# [SOLVED] alfa wireless network usb and antenna for best performance?



## vtech (Jul 23, 2006)

i have a wireless connection coming through my house and im wondering how could i set my ALFA wireless network usb and my 2.4ghz 9dbi antenna for best performance?....im getting excellent signal but sometimes it takes awhile to load a page on my browser so im asking if i could change some settings in my wireless network for it to be at its best.


----------



## Rivendale (Sep 17, 2010)

*Re: alfa wireless network usb and antenna for best performance?*

EHLO vtech,

does the adapter support b, g or n channel modes? what is the make and model?

do you have access to your router setup pages? what make and model of router?


----------



## johnwill (Sep 26, 2002)

*Re: alfa wireless network usb and antenna for best performance?*

If you're getting excellent signal strength, maybe something else is the issue.


Download and run this Xirrus Wi-Fi Inspector, click the *Networks* link on the upper left and paste a screen shot of that screen here. Note that this application requires NET Framework to run. If you get an error about a missing function, download and install NET Framework. For machines with no Internet connection, download this NET Framework 3.5 Full Package on another machine and transfer it with removable media to the problem machine.
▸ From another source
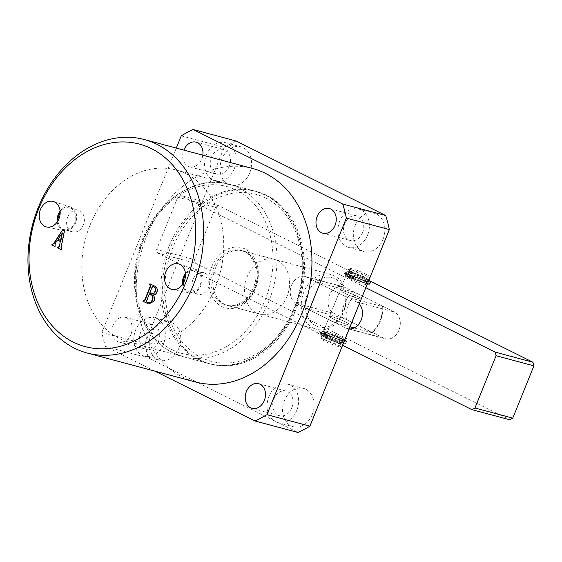 <?xml version="1.0" encoding="UTF-8"?>
<svg xmlns="http://www.w3.org/2000/svg" width="562" height="562" viewBox="0 0 562 562"><rect width="100%" height="100%" fill="white"/><g stroke="black" fill="none" stroke-linecap="round" stroke-linejoin="round"><path stroke-width="0.42" stroke-dasharray="2.81 2.11" d="M296.216 308.995A89.253 69.456 105 0 1 210.49 364A89.253 69.456 105 0 1 170.883 246.57A89.253 69.456 105 0 1 256.609 191.558A89.253 69.456 105 0 1 296.216 308.995M215.429 287.386A89.253 69.456 105 0 1 129.703 342.399A89.253 69.456 105 0 1 90.096 224.962A89.253 69.456 105 0 1 175.822 169.956A89.253 69.456 105 0 1 215.429 287.386M286.964 296.652A28.332 22.051 105 0 1 259.749 314.116A28.332 22.051 105 0 1 247.175 276.834A28.332 22.051 105 0 1 274.389 259.377A28.332 22.051 105 0 1 286.964 296.652M57.212 222.004A12.301 9.575 -75 0 0 64.075 230.729A12.301 9.575 -75 0 0 75.533 223.058A12.301 9.575 -75 0 0 70.426 206.978A12.301 9.575 -75 0 0 60.12 211.115M58.005 220.747A11.191 8.711 -75 0 0 63.998 229.57A11.191 8.711 -75 0 0 74.746 222.671A11.191 8.711 -75 0 0 69.779 207.947A11.191 8.711 -75 0 0 60.19 212.598M67.63 217.143A11.191 8.711 -75 0 0 72.596 231.867A11.191 8.711 -75 0 0 83.345 224.969A11.191 8.711 -75 0 0 78.378 210.244A11.191 8.711 -75 0 0 67.63 217.143M182.545 284.428A12.301 9.575 -75 0 0 189.408 293.153A12.301 9.575 -75 0 0 200.866 285.489A12.301 9.575 -75 0 0 195.759 269.402A12.301 9.575 -75 0 0 185.46 273.539M183.345 283.171A11.191 8.711 -75 0 0 189.338 291.994A11.191 8.711 -75 0 0 200.086 285.096A11.191 8.711 -75 0 0 195.119 270.371A11.191 8.711 -75 0 0 185.523 275.022M192.963 279.567A11.191 8.711 -75 0 0 197.929 294.291A11.191 8.711 -75 0 0 208.678 287.393A11.191 8.711 -75 0 0 203.711 272.668A11.191 8.711 -75 0 0 192.963 279.567M252.647 168.502A110.503 86 -75 0 0 146.506 236.609A110.503 86 -75 0 0 195.548 382.005M383.024 239.293A19.832 15.434 105 0 1 363.972 251.523A19.832 15.434 105 0 1 355.17 225.425A19.832 15.434 105 0 1 374.222 213.202A19.832 15.434 105 0 1 383.024 239.293M367.555 235.162A19.832 15.434 105 0 1 348.503 247.385A19.832 15.434 105 0 1 339.701 221.287A19.832 15.434 105 0 1 358.753 209.064A19.832 15.434 105 0 1 367.555 235.162M362.581 232.682A12.75 9.919 105 0 1 350.337 240.543A12.75 9.919 105 0 1 344.675 223.76A12.75 9.919 105 0 1 356.919 215.906A12.75 9.919 105 0 1 362.581 232.682M249.732 172.906A19.832 15.434 105 0 1 230.68 185.13A19.832 15.434 105 0 1 221.878 159.032A19.832 15.434 105 0 1 240.929 146.808A19.832 15.434 105 0 1 249.732 172.906M234.263 168.769A19.832 15.434 105 0 1 215.211 180.992A19.832 15.434 105 0 1 206.409 154.894A19.832 15.434 105 0 1 225.46 142.671A19.832 15.434 105 0 1 234.263 168.769M229.289 166.289A12.75 9.919 105 0 1 217.044 174.15A12.75 9.919 105 0 1 211.382 157.374A12.75 9.919 105 0 1 223.627 149.513A12.75 9.919 105 0 1 229.289 166.289M202.805 155.175A12.75 9.919 105 0 1 201.786 158.934A12.75 9.919 105 0 1 189.542 166.795A12.75 9.919 105 0 1 183.844 150.103M312.254 414.461A19.832 15.434 105 0 1 293.202 426.684A19.832 15.434 105 0 1 284.4 400.587A19.832 15.434 105 0 1 303.452 388.363A19.832 15.434 105 0 1 312.254 414.461M296.785 410.323A19.832 15.434 105 0 1 277.733 422.547A19.832 15.434 105 0 1 268.931 396.449A19.832 15.434 105 0 1 287.983 384.225A19.832 15.434 105 0 1 296.785 410.323M291.811 407.843A12.75 9.919 105 0 1 279.567 415.704A12.75 9.919 105 0 1 273.905 398.929A12.75 9.919 105 0 1 286.149 391.068A12.75 9.919 105 0 1 291.811 407.843M178.962 348.068A19.832 15.434 105 0 1 159.91 360.291A19.832 15.434 105 0 1 151.108 334.193A19.832 15.434 105 0 1 170.16 321.97A19.832 15.434 105 0 1 178.962 348.068M163.493 343.93A19.832 15.434 105 0 1 144.441 356.153A19.832 15.434 105 0 1 135.639 330.063A19.832 15.434 105 0 1 154.69 317.832A19.832 15.434 105 0 1 163.493 343.93M158.519 341.457A12.75 9.919 105 0 1 146.275 349.311A12.75 9.919 105 0 1 140.612 332.535A12.75 9.919 105 0 1 152.857 324.681A12.75 9.919 105 0 1 158.519 341.457M131.016 334.102A12.75 9.919 105 0 1 118.772 341.956A12.75 9.919 105 0 1 113.11 325.18A12.75 9.919 105 0 1 125.361 317.326A12.75 9.919 105 0 1 131.016 334.102M176.299 148.087L101.82 332.43A158.667 123.485 -75 0 0 105.459 346.494L154.964 371.152M236.096 140.992A158.667 123.485 -75 0 0 224.217 147.328L144.792 343.923A158.667 123.485 -75 0 0 148.431 357.987L298.036 432.501M181.252 135.835L224.217 147.328M101.82 332.43L144.792 343.923M105.459 346.494L148.431 357.987M57.738 240.178L55.181 243.494M55.526 243.585L55.146 245.482L54.802 245.39M55.736 245.777L55.006 246.641M52.505 244.168L52.912 244.372M64.588 229.942L64.939 229.991L64.595 229.9M64.939 229.991L61.377 247.456L61.033 247.364M61.377 247.456L61.553 248.678L61.209 248.58M62.136 248.966L61.413 249.83M62.41 232.921L58.258 239.286L60.886 240.592M143.633 300.347L144.329 300.691M150.293 283.859L154.894 286.156C157.332 287.161 158.084 289.191 157.163 292.254L156.819 292.163M157.163 292.254C156.278 294.333 154.943 295.226 153.173 294.938L152.829 294.846M153.173 294.938C154.824 296.525 155.161 298.626 154.185 301.253L153.84 301.162M154.185 301.253L149.049 304.098M153.145 286.43L150.117 292.957L151.902 293.828M149.731 293.912L146.773 301.225L146.879 301.963L148.677 302.827M342.595 290.624A11.331 1.11 22 0 0 340.045 290.343A11.331 1.11 22 0 0 346.691 294.165A11.331 1.11 22 0 0 358.514 298.555A11.331 1.11 22 0 0 361.064 298.836A11.331 1.11 22 0 0 354.418 295.015A11.331 1.11 22 0 0 342.595 290.624M347.948 324.695A11.331 1.11 -158 0 1 336.132 320.305A11.331 1.11 -158 0 1 329.487 316.49A11.331 1.11 -158 0 1 332.037 316.771A11.331 1.11 -158 0 1 343.853 321.162A11.331 1.11 -158 0 1 350.498 324.977A11.331 1.11 -158 0 1 347.948 324.695M313.224 328.06A28.332 22.051 -75 0 0 316.469 329.29A28.332 22.051 -75 0 0 344.45 309.746A28.332 22.051 -75 0 0 334.348 275.773A28.332 22.051 -75 0 0 331.109 274.544A28.332 22.051 -75 0 0 303.129 294.088A28.332 22.051 -75 0 0 313.224 328.06M222.988 303.923A28.332 22.051 -75 0 0 226.226 305.152A28.332 22.051 -75 0 0 254.214 285.608A28.332 22.051 -75 0 0 244.112 251.636A28.332 22.051 -75 0 0 240.866 250.413A28.332 22.051 -75 0 0 212.886 269.957A28.332 22.051 -75 0 0 222.988 303.923M346.473 319.602A22.67 17.64 105 0 1 357.039 293.462L352.859 291.769A25.501 19.846 -75 0 0 342.293 317.916L346.473 319.602L372.072 332.746A25.501 19.846 -75 0 0 382.631 306.606L345.679 296.722A25.501 19.846 -75 0 0 335.015 278.843A25.501 19.846 -75 0 0 315.9 281.892L345.679 296.722A25.501 19.846 -75 0 1 335.114 322.862A25.501 19.846 -75 0 1 315.999 325.904A25.501 19.846 -75 0 1 305.342 308.032L335.114 322.862L350.035 326.852M342.293 317.916L305.342 308.032A25.501 19.846 105 0 1 315.9 281.892L352.859 291.769M372.072 332.746L354.123 327.948M382.631 306.606L381.886 305.833A22.67 17.64 105 0 1 371.327 331.98M357.039 293.462L381.886 305.833M364.626 280.972A12.75 1.25 -158 0 1 368.609 283.775A12.75 1.25 -158 0 1 361.057 281.829A12.75 1.25 -158 0 1 349.157 276.834A12.75 1.25 -158 0 1 345.082 274.263A12.75 1.25 -158 0 1 351.657 275.605A12.75 1.25 -158 0 1 364.626 280.972M349.487 278.373A11.331 1.11 22 0 0 360.066 282.812A11.331 1.11 22 0 0 366.782 284.541A11.331 1.11 22 0 0 366.874 284.456A11.331 1.11 22 0 0 363.242 282.054A11.331 1.11 22 0 0 352.177 277.438A11.331 1.11 22 0 0 345.855 275.963A11.331 1.11 22 0 0 345.869 276.09A11.331 1.11 22 0 0 349.487 278.373M325.918 334.355A12.75 1.25 22 0 0 338.893 339.722A12.75 1.25 22 0 0 345.468 341.057A12.75 1.25 22 0 0 341.387 338.486A12.75 1.25 22 0 0 329.487 333.491A12.75 1.25 22 0 0 321.935 331.552A12.75 1.25 22 0 0 325.918 334.355M341.057 336.954A11.331 1.11 -158 0 1 344.682 339.237A11.331 1.11 -158 0 1 344.689 339.357A11.331 1.11 -158 0 1 338.366 337.888A11.331 1.11 -158 0 1 327.309 333.273A11.331 1.11 -158 0 1 323.677 330.87A11.331 1.11 -158 0 1 323.768 330.786A11.331 1.11 -158 0 1 330.477 332.514A11.331 1.11 -158 0 1 341.057 336.954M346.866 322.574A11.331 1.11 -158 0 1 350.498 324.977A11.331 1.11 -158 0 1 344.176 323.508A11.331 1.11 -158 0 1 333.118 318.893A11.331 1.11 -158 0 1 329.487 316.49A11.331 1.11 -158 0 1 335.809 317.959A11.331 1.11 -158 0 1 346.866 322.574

To post a screen shot of the active window, hold the _*Alt*_ key and press the *PrtScn* key. Open the Windows PAINT application and _*Paste*_ the screen shot. You can then use PAINT to trim to suit, and save it as a JPG format file. To upload it to the forum, open the full reply window and use the _*Manage Attachments*_ button to upload it here.


----------



## vtech (Jul 23, 2006)

*Re: alfa wireless network usb and antenna for best performance?*

its alfa awuso36h 802.11 b/g long-range usb adapter
it supports channel mode
i also have access to my routers setup page.

ill post up my pics soon


----------



## vtech (Jul 23, 2006)

*Re: alfa wireless network usb and antenna for best performance?*

i also have a d-link router DIR 415


----------



## vtech (Jul 23, 2006)

*Re: alfa wireless network usb and antenna for best performance?*

http://www.techsupportforum.com/attachment.php?attachmentid=79898&stc=1&d=1286596494


----------



## johnwill (Sep 26, 2002)

*Re: alfa wireless network usb and antenna for best performance?*

Switch to channel 11, you are fighting a bunch of strong networks on channel 6!


----------



## Rivendale (Sep 17, 2010)

*Re: alfa wireless network usb and antenna for best performance?*

thank you JW, i was starting to feel bad about making this fellow wait 

i't still takes me much longer to muddle the cyberspace than you


----------



## johnwill (Sep 26, 2002)

*Re: alfa wireless network usb and antenna for best performance?*

Actually, channel 3 or 4 may work better, I see I missed a strong network on channel 11. You seem to have a bunch of really strong wireless networks all around you.


----------



## vtech (Jul 23, 2006)

*Re: alfa wireless network usb and antenna for best performance?*

thanks guys,my speedtest improved alot and im getting better connection...thanks again


----------



## Rivendale (Sep 17, 2010)

*Re: alfa wireless network usb and antenna for best performance?*

thanks to johnwill on that one!

i've made a few notes 

if good signal + poor load times then run Xirrus Wi-Fi Inspector 










*if i had my way everybody would still run Cat5 cable! but times, they are a changin *


----------